首章首句“厭浥行露”起調氣韻悲慨,使全詩籠覃在一種陰郁壓抑的氛圍中,暗示這位女性所處的環境極其險惡,抗爭的過程也將相當曲折漫長,次二句“豈不夙夜?謂行多露”,文筆稍曲,詩意轉深,婉轉道出這位女子的堅定意志。次章用比興方法說明,即使強暴者無中生有,造謠誹謗,用訴訟來脅迫自己,她也決不屈服。“誰謂雀無角?何以穿我屋?誰謂女無家?何以速我獄”四句是正話反說,表示:雀雖有嘴而無穿我屋之理,你已有妻則無致我陷獄之理。委婉巧妙;而“雖速我獄,室家不足”兩句則是正面表態,斬釘截鐵,氣概凜然。第三章謂:鼠雖有牙而無穿我墻之理,你已有妻則無使我遭訴訟之理,但你若欲陷我于訴訟,我也不會屈從你。句式復沓以重言之,使得感染力和說服力進一步加強。

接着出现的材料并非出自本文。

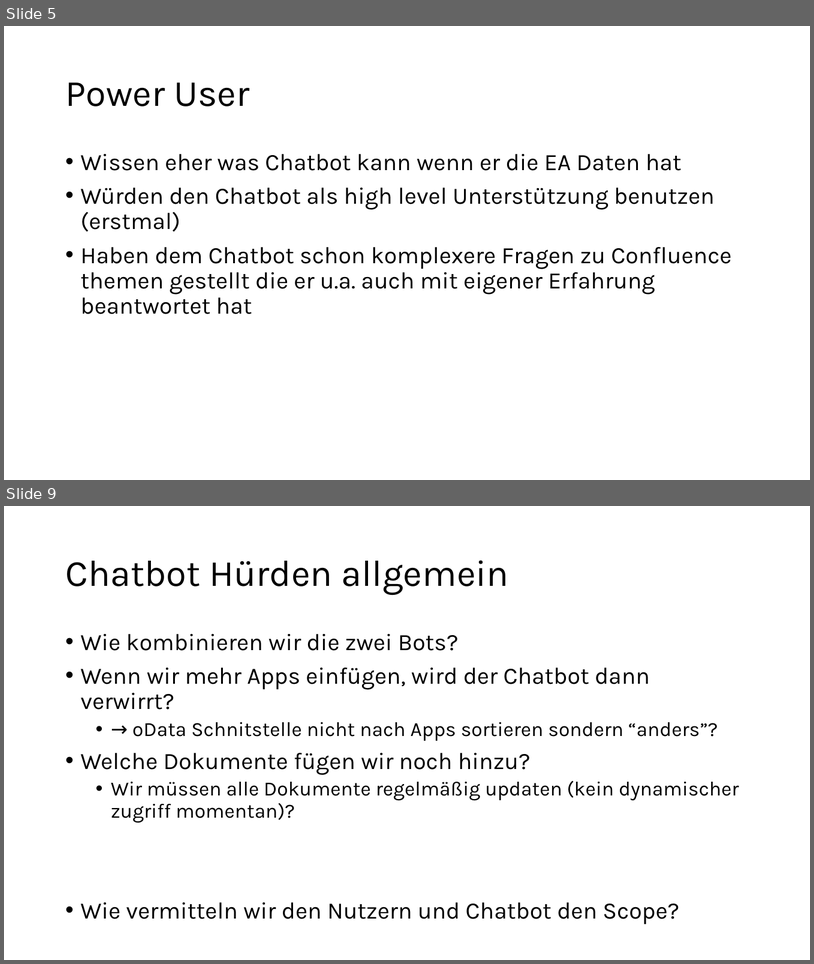
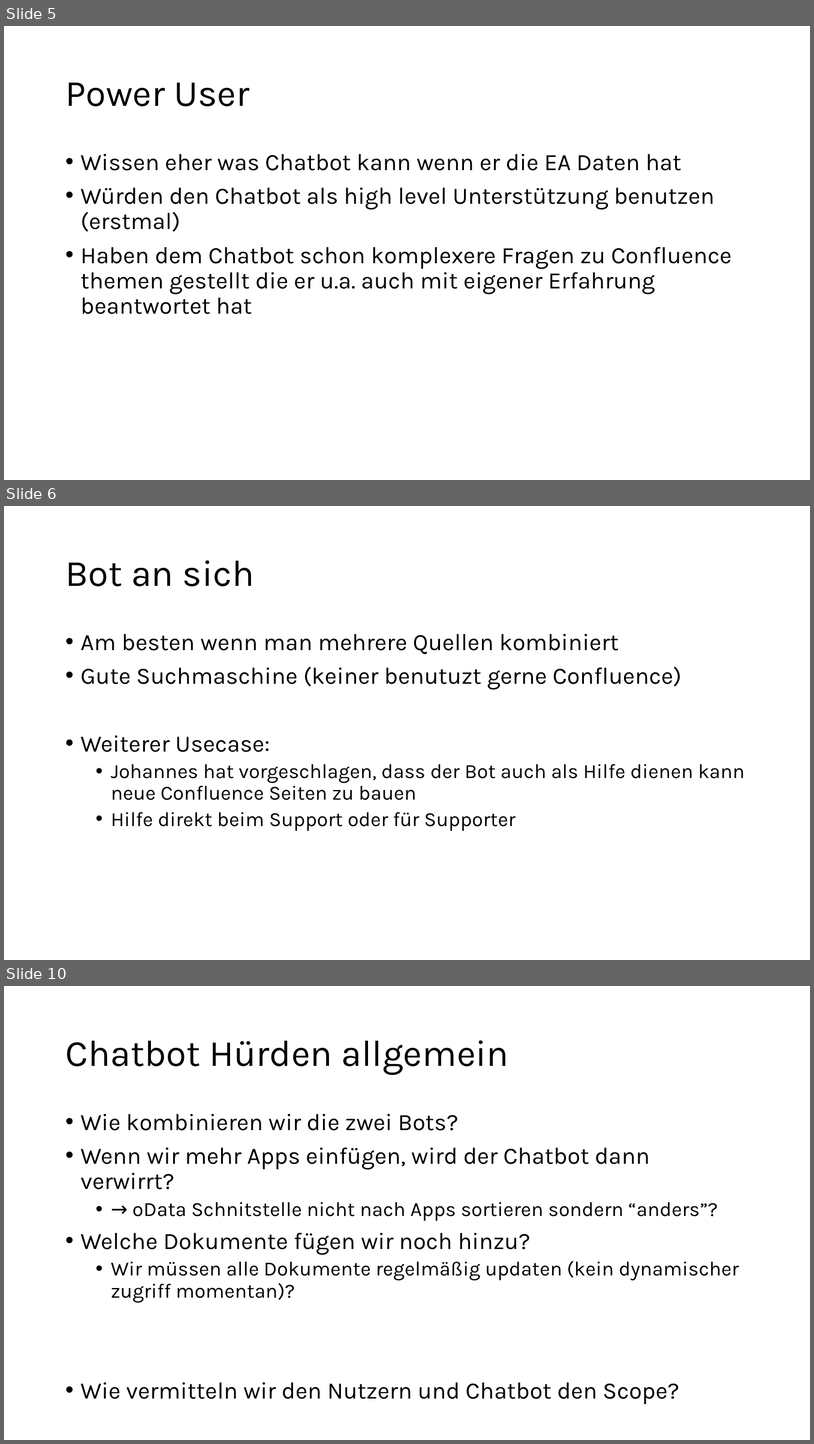
Before and after one commit to gladklo/bachelorThesis, a slide deck: Nico-Silas.pptx. Shown one above the other, each under a label of ours: slides 5 and 9 before the commit, slides 5, 6 and 10 after it; the slides between them are not shown. The pictures are 814x964 and 814x1444 pixels, drawn with LibreOffice and Linux fonts; fonts in the diff are those of the drawing. Boxes give left, top, right and bottom in pixels: in the first picture for what was removed or moved away, otherwise in the second. Text is boxed around its words. In the diff, an @@ line names an element or a change of style, - is before the commit and + after.

```diff
--- a/Nico-Silas.pptx
+++ b/Nico-Silas.pptx
@@ slide 6 added at (x1=4, y1=506, x2=810, y2=960), background #FFFFFF @@
@@ title added at (x1=65, y1=560, x2=255, y2=586), 44 pt, text #000000 @@
+Bot an sich
@@ text added at (x1=81, y1=634, x2=745, y2=831), 24 pt, text #000000 @@
+• Am besten wenn man mehrere Quellen kombiniert
+• Gute Suchmaschine (keiner benutuzt gerne Confluence)
+• Weiterer Usecase:
+  • Johannes hat vorgeschlagen, dass der Bot auch als Hilfe dienen kann neue Confluence Seiten zu bauen
+  • Hilfe direkt beim Support oder für Supporter
@@ what was slide 9 is now slide 10 @@
```
Also in this commit, not shown: 4 slides changed, 1 other slide added, 1 slide removed, 12 other files.

全詩風骨遒勁,格調高昂,從中讀者不難體會到女性為捍衛自己的獨立人格和愛情尊嚴所表現出來的不畏強暴的抗爭精神。
【賞析二】
這首詩是一位不知名的女子為拒絕與一個已有家室的男子重婚而作。男方顯然采用強暴手段,用刑獄相逼,但作者并未屈服,并用詩歌來表達自己的意志。
即使是用今天的標準來看,這種寧為玉碎的氣節,也是可歌可泣,值得大加贊頌。
氣節是主體價值的一種體現。它與金錢所代表的價值尺度,完全不可同日而語。氣節是為了維護某種內在的價值觀,比如尊嚴、人格、理想等,而不顧犧牲現實的實際利益,乃至付出血和生命的代價。因此,它表現出人類崇高的精神追求和境界。
金錢所代表的是現實的實際利益。當人只盯住眼前的實際利益時,就完全可能為此犧牲精神上的價值追求,變得像行尸走肉一般只盯住眼前的臭魚爛蝦。當人變成金錢的奴隸之時,他就完 全喪失了人之所以為人的特性,喪失了自己。俗話說,人為財死, 鳥為食亡。這話只說對了一部分。只有掙錢機器(機器沒有生命,沒有自我意識,因而沒有自我,僅僅是一個物)才會為財死。
人生確有比金錢重要得多的東西。士可殺而不可辱。羞辱是對人格尊嚴的嘲弄和調戲,是對人的價值的蔑視和抹殺,為此,當然值得付出生命的代價。淪為奴仆,變作他人的玩物,應當算是最為悲慘的人生境況,為了拒絕和擺脫這種境況,當然也值得付出代價和生命。我們從詩中讀出的,正是敢于說“不”字的凜然氣節。這是需要大無畏的氣概的。
但是,現在的我們,已很少敢于說“不”字了。